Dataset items
↓↓↓
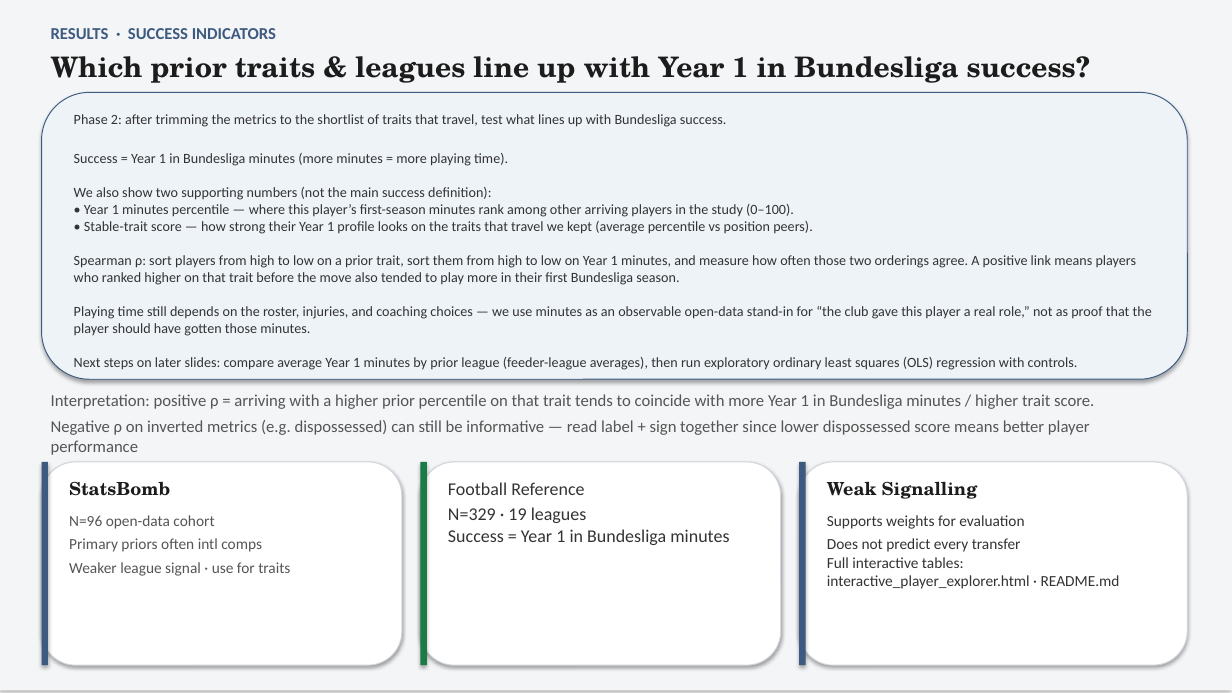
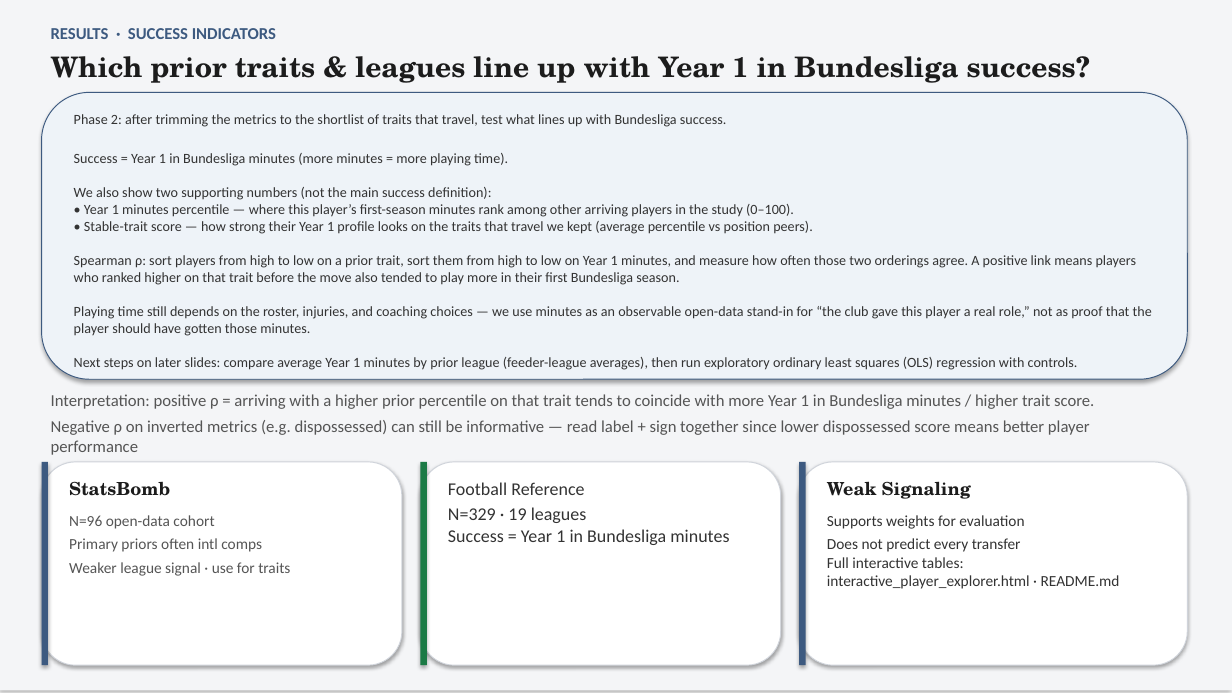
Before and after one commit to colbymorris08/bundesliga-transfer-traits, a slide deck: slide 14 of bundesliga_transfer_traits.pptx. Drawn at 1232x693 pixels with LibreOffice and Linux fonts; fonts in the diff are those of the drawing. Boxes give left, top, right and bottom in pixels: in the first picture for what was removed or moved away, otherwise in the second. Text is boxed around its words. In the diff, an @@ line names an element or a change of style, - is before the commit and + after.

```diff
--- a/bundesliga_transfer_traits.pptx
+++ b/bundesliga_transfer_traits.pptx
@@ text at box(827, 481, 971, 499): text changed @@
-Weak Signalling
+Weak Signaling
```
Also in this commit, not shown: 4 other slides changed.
↑↑↑
Search the records above for the string "pptx". Copy every line that contains it.

» SOLVED EXERCISE:
Before and after one commit to colbymorris08/bundesliga-transfer-traits, a slide deck: slide 14 of bundesliga_transfer_traits.pptx. Drawn at 1232x693 pixels with LibreOffice and Linux fonts; fonts in the diff are those of the drawing. Boxes give left, top, right and bottom in pixels: in the first picture for what was removed or moved away, otherwise in the second. Text is boxed around its words. In the diff, an @@ line names an element or a change of style, - is before the commit and + after.
--- a/bundesliga_transfer_traits.pptx
+++ b/bundesliga_transfer_traits.pptx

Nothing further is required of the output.